You’ve heard it, however, you might not notice it. It’s prevalent. Everywhere.
I first noticed it by watching pet owners talk for their pets and now notice that it happens with babies too. And maybe more often.
Take this example:
Acquaintance is holding her baby daughter and I approach to greet both of them. I lean in to the baby cautiously with a big smile and say, “Hey there, sweetie! You’re getting so big!” The baby scowls at me nervously. The mother then says in an attempt to be humorous, “She’s like, ‘I don’t know you so step off!'”
Wait, the baby didn’t say that. Why did the mother say that she said that. Or is the “she’s like” part her saying, “If she could speak, she would say this.” Yeah, but she can’t speak so she didn’t say that. She’s a baby. Can’t she just have a natural reaction to a stimulus without someone attempting to speak for her?

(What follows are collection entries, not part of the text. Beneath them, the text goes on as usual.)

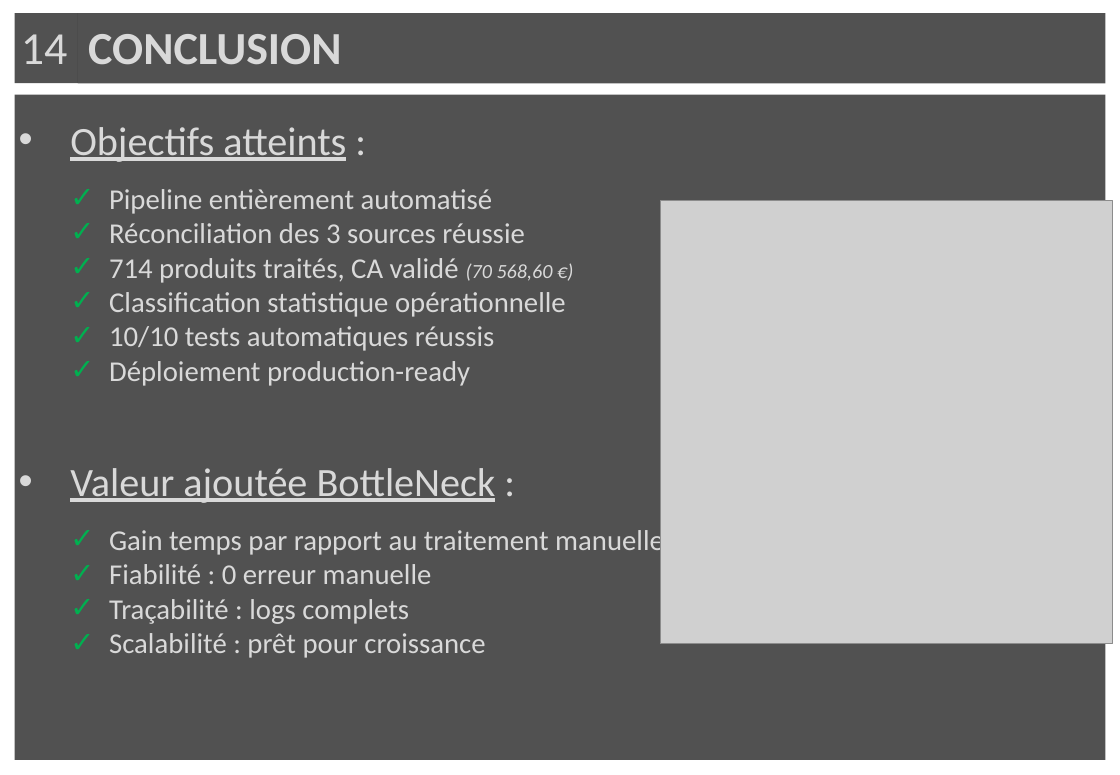
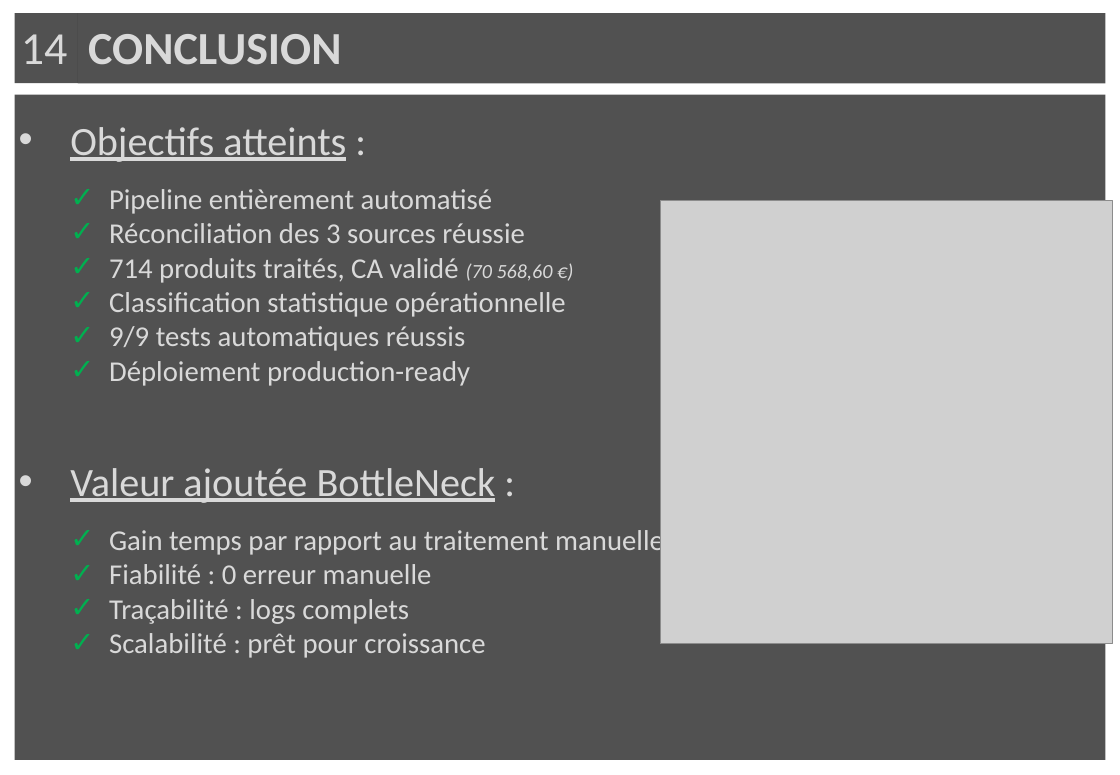
Before and after one commit to merais/formation, a slide deck: slide 15 of P10_Mettez_en_place_le_pipeline_d_orchestration_des_flux_aymeric_bailleul/_projet/_livrables/ABAI_P10_03_presentation_20250116.pptx. Drawn at 1120x775 pixels with LibreOffice and Linux fonts; fonts in the diff are those of the drawing; grey boxes stand for pictures; background and template pictures are left out. Boxes give left, top, right and bottom in pixels: in the first picture for what was removed or moved away, otherwise in the second. Text is boxed around its words. In the diff, an @@ line names an element or a change of style, - is before the commit and + after.

```diff
--- a/P10_Mettez_en_place_le_pipeline_d_orchestration_des_flux_aymeric_bailleul/_projet/_livrables/ABAI_P10_03_presentation_20250116.pptx
+++ b/P10_Mettez_en_place_le_pipeline_d_orchestration_des_flux_aymeric_bailleul/_projet/_livrables/ABAI_P10_03_presentation_20250116.pptx
@@ text in rectangle at (x1=109, y1=326, x2=465, y2=351): text changed @@
-      ✓ 10/10 tests automatiques réussis
+      ✓ 9/9 tests automatiques réussis
```
Also in this commit, not shown: 3 other slides changed, 7 other files.

I was speaking to a friend of mine one day while Ellison made her way around the room and probably twelve to fifteen times during our conversation, as he watched Ellison wander around from corner to corner taking in the room, he broke our conversation to speak for Ellison like some outtake of Look Who’s Talking. “She’s like, ‘Hey, this is cool!'” “She’s like, ‘I love light plugs.'” She’s like, ‘Where’s daddy?'” “She’s like, ‘Man, that guy’s shoes are cool.'”
Every time I hear him do this, I felt like asking him to stop. It’s incredibly annoying. And, what’s worse, is I’ve found myself doing the same thing. I try to catch myself when I do it, but sometimes, it’s unpreventable. Maybe it’s a nervous tick. For instance, when you’re talking with someone and you run out of words, but there’s still moments left in your conversation so you just fill it up with really bad comedic material. Stupid, lazy comedic material that includes trying to speak for babies and be funny about it.
What I love about babies is that they can’t talk. Their wonderment in the world is in their eyes, their expressions. Their grunts, screams, laughs. While they can’t speak in clear sentences, they do so with every other part of their face and voice. It doesn’t have to be a running joke for parents to write the punchlines. We don’t have to play the “what if dogs could talk” game with our babies.